*** Opening of DATASET RECORDS ***
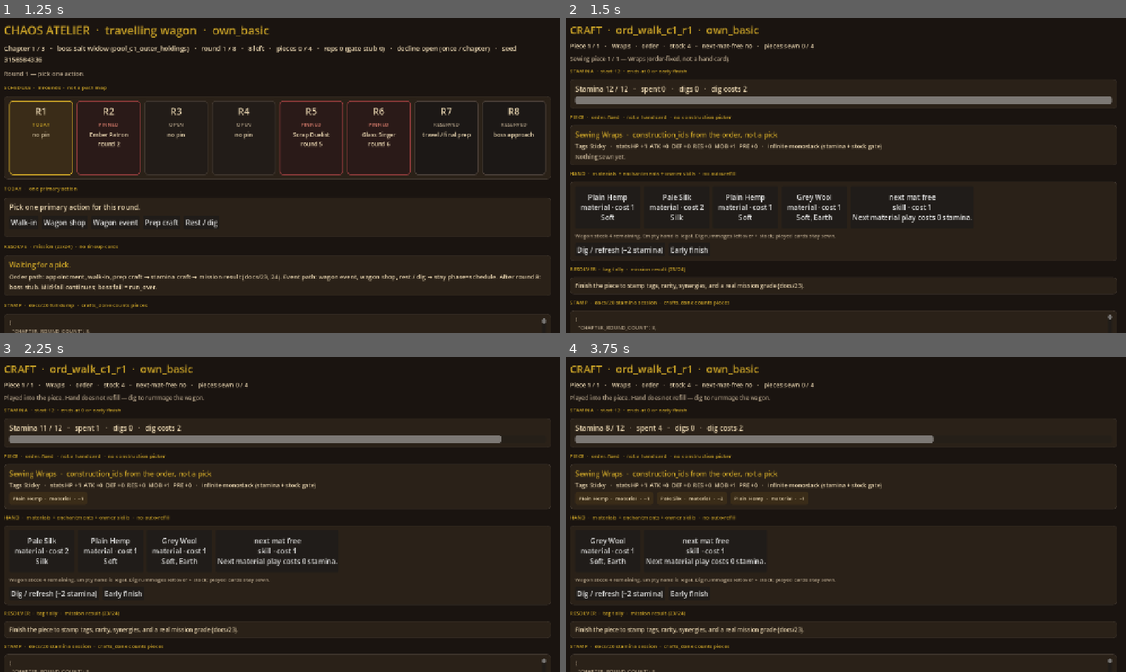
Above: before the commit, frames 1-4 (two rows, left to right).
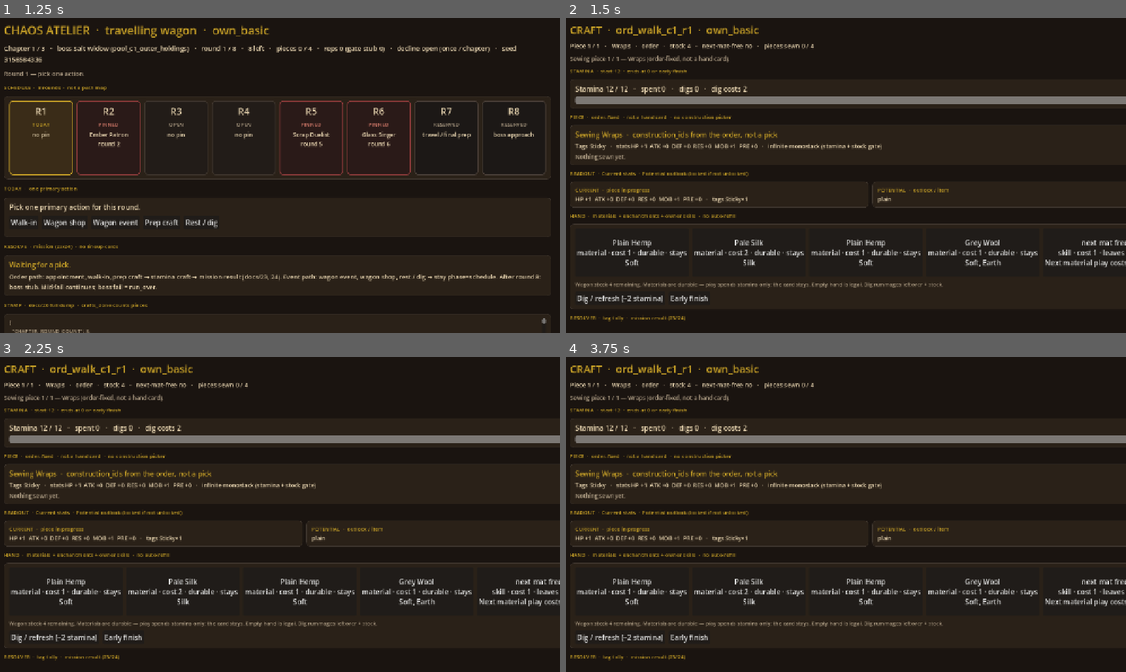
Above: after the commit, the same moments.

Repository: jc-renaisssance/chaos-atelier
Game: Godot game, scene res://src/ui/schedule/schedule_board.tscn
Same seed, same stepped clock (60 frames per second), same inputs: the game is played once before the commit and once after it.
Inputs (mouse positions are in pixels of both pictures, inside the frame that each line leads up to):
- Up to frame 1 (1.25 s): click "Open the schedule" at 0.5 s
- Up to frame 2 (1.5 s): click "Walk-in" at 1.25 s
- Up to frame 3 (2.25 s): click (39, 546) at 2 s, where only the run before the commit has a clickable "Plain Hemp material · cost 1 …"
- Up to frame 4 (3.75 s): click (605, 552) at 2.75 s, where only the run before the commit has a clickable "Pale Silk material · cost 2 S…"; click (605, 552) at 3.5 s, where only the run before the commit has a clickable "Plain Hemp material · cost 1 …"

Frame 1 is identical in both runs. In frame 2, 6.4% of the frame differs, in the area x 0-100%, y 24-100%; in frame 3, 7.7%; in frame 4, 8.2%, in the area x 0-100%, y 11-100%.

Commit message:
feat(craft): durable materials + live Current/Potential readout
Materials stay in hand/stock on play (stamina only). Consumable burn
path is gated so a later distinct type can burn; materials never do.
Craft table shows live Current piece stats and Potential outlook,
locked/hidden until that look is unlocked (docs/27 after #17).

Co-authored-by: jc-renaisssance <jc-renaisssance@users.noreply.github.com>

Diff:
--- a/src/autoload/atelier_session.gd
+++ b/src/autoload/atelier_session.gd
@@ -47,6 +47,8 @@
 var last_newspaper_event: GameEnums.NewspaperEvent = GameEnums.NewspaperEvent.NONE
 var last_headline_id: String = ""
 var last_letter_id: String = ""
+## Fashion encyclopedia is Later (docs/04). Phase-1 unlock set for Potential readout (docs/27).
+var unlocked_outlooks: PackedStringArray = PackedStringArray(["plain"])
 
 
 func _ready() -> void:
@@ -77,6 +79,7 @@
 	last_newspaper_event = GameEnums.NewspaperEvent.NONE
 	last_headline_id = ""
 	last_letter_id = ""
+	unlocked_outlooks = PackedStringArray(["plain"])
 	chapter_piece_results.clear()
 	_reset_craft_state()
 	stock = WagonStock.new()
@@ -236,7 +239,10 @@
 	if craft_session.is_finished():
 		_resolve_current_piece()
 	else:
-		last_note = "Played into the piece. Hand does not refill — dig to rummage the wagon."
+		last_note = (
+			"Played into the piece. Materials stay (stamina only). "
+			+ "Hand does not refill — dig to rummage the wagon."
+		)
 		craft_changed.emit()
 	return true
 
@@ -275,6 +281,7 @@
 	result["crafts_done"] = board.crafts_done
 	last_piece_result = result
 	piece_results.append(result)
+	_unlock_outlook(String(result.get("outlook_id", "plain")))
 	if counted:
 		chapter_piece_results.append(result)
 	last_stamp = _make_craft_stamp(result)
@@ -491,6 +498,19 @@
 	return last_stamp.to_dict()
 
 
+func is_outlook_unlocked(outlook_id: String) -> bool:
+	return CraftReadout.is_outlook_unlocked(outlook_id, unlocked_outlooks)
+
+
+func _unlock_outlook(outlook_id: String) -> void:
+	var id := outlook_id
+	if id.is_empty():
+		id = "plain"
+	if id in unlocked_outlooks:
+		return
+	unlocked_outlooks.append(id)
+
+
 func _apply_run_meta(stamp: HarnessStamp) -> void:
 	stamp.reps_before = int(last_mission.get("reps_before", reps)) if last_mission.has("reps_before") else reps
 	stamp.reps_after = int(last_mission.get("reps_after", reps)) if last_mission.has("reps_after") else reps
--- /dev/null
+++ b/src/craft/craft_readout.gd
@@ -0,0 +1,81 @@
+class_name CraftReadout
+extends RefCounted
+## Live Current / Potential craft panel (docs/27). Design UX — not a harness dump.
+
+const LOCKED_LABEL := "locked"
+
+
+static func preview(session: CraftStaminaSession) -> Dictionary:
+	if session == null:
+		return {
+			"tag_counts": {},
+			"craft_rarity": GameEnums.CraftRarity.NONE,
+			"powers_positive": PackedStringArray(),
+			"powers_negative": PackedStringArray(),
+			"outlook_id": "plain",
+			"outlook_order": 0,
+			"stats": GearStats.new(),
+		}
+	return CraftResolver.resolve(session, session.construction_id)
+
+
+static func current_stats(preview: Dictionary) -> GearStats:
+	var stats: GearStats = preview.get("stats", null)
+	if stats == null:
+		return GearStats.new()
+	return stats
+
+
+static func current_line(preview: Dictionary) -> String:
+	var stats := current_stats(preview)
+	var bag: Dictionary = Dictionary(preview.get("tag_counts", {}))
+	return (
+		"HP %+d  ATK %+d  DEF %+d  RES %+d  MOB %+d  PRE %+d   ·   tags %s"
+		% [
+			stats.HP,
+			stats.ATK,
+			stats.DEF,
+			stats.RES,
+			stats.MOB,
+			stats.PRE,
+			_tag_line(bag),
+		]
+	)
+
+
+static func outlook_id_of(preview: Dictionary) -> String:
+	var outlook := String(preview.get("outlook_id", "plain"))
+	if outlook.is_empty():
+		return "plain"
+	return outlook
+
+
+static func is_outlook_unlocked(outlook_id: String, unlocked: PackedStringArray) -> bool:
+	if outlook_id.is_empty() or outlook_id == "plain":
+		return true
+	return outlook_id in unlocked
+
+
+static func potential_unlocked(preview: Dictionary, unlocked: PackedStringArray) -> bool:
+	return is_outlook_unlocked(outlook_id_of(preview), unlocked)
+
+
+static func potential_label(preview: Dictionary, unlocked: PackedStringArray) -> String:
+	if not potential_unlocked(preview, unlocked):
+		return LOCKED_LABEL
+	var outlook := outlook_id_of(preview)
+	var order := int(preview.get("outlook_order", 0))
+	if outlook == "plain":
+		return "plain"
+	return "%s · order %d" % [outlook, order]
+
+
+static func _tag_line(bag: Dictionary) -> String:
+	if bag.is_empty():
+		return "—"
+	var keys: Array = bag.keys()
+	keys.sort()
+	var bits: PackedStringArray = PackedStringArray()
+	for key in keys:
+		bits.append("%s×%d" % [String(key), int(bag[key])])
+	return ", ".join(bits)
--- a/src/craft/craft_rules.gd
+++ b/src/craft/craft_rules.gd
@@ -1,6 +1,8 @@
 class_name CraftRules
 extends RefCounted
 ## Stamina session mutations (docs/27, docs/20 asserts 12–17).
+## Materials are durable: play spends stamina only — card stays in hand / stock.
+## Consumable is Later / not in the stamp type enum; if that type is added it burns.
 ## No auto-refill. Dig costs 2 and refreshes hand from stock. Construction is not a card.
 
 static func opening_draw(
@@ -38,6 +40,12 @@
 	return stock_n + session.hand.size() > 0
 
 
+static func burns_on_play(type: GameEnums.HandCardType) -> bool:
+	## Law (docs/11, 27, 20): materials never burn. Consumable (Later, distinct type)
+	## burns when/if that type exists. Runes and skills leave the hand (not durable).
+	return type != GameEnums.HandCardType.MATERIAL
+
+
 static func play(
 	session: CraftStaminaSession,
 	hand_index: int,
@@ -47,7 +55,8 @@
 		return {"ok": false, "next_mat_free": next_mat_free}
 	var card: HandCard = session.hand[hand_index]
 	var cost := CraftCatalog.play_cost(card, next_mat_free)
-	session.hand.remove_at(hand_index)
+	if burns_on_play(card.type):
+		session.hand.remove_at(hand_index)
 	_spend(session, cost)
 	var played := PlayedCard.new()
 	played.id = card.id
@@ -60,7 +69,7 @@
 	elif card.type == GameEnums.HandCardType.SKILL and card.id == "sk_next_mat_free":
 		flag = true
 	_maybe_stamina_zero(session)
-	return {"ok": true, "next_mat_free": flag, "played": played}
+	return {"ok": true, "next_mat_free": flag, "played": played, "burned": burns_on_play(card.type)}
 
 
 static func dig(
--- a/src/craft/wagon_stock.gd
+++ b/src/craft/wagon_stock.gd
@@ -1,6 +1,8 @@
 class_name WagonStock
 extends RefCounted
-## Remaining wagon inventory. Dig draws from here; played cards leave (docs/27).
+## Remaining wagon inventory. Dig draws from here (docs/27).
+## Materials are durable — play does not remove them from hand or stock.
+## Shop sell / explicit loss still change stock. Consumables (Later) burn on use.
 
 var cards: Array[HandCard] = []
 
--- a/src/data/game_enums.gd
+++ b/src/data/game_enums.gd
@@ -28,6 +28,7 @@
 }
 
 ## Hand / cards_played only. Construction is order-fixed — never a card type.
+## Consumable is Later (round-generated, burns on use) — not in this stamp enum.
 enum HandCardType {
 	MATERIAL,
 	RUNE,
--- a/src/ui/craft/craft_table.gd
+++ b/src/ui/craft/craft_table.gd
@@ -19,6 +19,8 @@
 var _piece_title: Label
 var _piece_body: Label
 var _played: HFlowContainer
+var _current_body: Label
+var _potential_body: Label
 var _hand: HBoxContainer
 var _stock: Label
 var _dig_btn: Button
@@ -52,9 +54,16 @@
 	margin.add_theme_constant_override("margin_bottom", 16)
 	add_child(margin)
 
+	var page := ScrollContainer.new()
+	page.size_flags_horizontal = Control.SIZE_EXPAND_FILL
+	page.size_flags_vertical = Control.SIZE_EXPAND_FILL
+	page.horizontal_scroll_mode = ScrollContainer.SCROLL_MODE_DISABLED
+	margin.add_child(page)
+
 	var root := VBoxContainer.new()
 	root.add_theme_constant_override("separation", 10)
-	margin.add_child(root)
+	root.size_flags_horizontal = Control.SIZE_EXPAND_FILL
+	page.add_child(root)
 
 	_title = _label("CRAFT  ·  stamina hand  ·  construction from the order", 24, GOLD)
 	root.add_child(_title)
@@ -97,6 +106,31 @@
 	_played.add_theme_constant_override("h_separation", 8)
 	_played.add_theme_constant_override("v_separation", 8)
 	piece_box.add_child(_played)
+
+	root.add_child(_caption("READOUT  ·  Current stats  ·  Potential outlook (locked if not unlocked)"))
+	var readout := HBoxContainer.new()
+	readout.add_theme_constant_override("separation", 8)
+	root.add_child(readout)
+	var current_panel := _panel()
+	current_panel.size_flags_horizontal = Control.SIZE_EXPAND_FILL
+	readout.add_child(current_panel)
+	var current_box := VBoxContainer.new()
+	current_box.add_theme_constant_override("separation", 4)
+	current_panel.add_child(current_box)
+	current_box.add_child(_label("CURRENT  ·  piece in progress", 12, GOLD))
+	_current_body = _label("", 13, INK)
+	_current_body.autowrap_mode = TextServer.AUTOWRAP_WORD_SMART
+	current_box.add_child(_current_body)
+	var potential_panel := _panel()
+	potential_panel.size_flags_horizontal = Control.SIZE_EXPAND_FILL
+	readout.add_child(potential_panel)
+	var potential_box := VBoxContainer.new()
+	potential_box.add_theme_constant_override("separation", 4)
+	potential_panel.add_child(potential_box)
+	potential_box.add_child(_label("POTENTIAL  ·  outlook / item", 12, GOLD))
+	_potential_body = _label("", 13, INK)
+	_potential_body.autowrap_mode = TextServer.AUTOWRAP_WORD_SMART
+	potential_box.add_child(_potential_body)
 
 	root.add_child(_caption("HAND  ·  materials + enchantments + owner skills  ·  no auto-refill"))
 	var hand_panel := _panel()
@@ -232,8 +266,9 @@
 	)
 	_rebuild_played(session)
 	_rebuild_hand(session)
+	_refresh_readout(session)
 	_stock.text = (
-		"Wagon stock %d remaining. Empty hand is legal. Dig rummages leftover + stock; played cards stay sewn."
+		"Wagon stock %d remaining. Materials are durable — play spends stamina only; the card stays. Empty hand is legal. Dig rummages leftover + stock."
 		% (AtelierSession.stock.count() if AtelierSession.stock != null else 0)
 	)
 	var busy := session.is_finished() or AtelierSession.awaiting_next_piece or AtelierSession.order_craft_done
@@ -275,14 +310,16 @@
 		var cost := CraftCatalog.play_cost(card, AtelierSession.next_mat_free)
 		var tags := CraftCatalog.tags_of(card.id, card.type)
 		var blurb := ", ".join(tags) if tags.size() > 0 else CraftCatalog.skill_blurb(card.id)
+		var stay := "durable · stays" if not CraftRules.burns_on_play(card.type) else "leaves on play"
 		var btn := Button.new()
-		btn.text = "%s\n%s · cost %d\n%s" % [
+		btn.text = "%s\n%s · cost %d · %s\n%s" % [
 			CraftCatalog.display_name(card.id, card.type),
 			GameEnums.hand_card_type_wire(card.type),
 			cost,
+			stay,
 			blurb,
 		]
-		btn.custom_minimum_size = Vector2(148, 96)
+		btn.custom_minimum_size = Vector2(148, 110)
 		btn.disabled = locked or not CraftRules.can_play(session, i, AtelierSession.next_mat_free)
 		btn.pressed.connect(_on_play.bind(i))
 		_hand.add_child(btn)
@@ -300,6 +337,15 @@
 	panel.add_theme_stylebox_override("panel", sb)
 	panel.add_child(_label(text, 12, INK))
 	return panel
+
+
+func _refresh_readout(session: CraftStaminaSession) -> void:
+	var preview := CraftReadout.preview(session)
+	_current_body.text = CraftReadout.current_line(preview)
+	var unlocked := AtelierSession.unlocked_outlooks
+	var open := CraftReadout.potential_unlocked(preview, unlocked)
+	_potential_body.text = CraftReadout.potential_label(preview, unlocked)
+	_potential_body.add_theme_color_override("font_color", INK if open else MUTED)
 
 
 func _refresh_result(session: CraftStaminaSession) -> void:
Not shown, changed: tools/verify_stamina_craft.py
*** Close of DATASET RECORDS ***
*** Opening of DATASET RECORDS ***
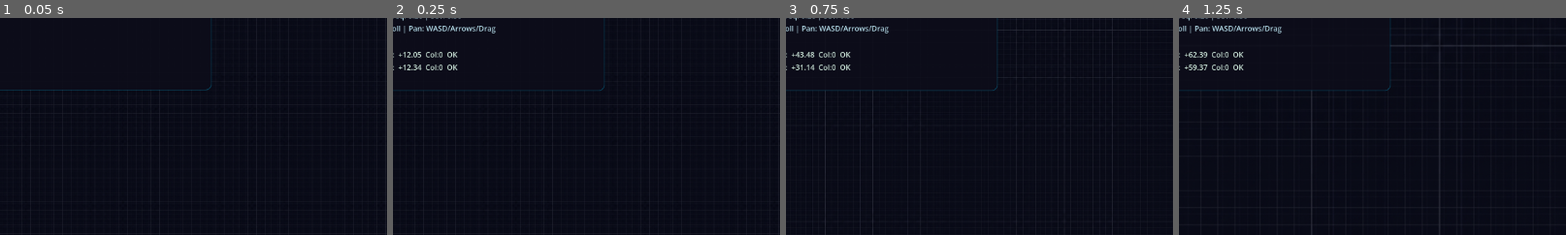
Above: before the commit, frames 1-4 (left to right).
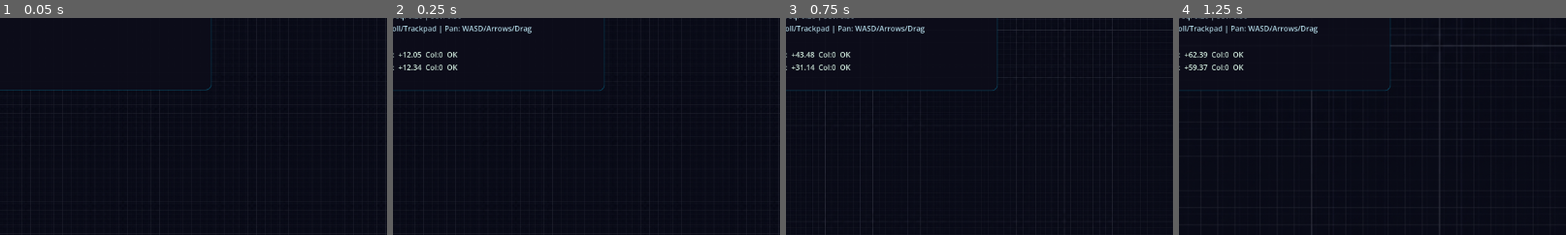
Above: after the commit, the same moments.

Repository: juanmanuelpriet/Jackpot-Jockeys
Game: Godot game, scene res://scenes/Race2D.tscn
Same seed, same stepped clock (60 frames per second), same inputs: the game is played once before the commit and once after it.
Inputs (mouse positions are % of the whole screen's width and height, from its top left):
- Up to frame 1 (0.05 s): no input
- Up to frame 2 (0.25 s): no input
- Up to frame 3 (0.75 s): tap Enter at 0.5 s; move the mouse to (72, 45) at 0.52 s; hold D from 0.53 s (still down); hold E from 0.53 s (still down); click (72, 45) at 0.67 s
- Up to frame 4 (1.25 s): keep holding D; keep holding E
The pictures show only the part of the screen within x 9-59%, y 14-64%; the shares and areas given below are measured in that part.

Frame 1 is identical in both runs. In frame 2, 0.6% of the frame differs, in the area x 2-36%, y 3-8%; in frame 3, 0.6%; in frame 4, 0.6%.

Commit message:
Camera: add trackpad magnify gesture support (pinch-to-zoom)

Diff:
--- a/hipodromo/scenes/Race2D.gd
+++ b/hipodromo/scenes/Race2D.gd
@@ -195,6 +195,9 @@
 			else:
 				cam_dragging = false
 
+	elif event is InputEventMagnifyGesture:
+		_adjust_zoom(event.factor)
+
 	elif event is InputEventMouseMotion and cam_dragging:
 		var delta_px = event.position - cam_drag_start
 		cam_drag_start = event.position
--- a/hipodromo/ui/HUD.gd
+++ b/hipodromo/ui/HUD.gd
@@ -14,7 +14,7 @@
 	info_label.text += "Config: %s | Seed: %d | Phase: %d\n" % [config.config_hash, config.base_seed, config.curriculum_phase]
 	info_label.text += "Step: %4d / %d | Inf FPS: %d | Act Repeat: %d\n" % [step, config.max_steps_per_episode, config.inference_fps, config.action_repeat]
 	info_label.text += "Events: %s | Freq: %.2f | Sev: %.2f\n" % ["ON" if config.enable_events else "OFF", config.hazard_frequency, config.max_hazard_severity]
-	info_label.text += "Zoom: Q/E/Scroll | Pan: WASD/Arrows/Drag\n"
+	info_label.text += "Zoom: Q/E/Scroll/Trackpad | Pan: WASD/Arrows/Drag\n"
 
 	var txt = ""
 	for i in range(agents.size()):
*** Close of DATASET RECORDS ***
• WORK REQUIRED: For this exercise, repeat exactly the lines of the data above from the one with "- Up to frame 2 (1.5" down to the one with "- Up to frame 4 (3.75", both end lines included.

• RESULT FOR THIS EXERCISE:
- Up to frame 2 (1.5 s): click "Walk-in" at 1.25 s
- Up to frame 3 (2.25 s): click (39, 546) at 2 s, where only the run before the commit has a clickable "Plain Hemp material · cost 1 …"
- Up to frame 4 (3.75 s): click (605, 552) at 2.75 s, where only the run before the commit has a clickable "Pale Silk material · cost 2 S…"; click (605, 552) at 3.5 s, where only the run before the commit has a clickable "Plain Hemp material · cost 1 …"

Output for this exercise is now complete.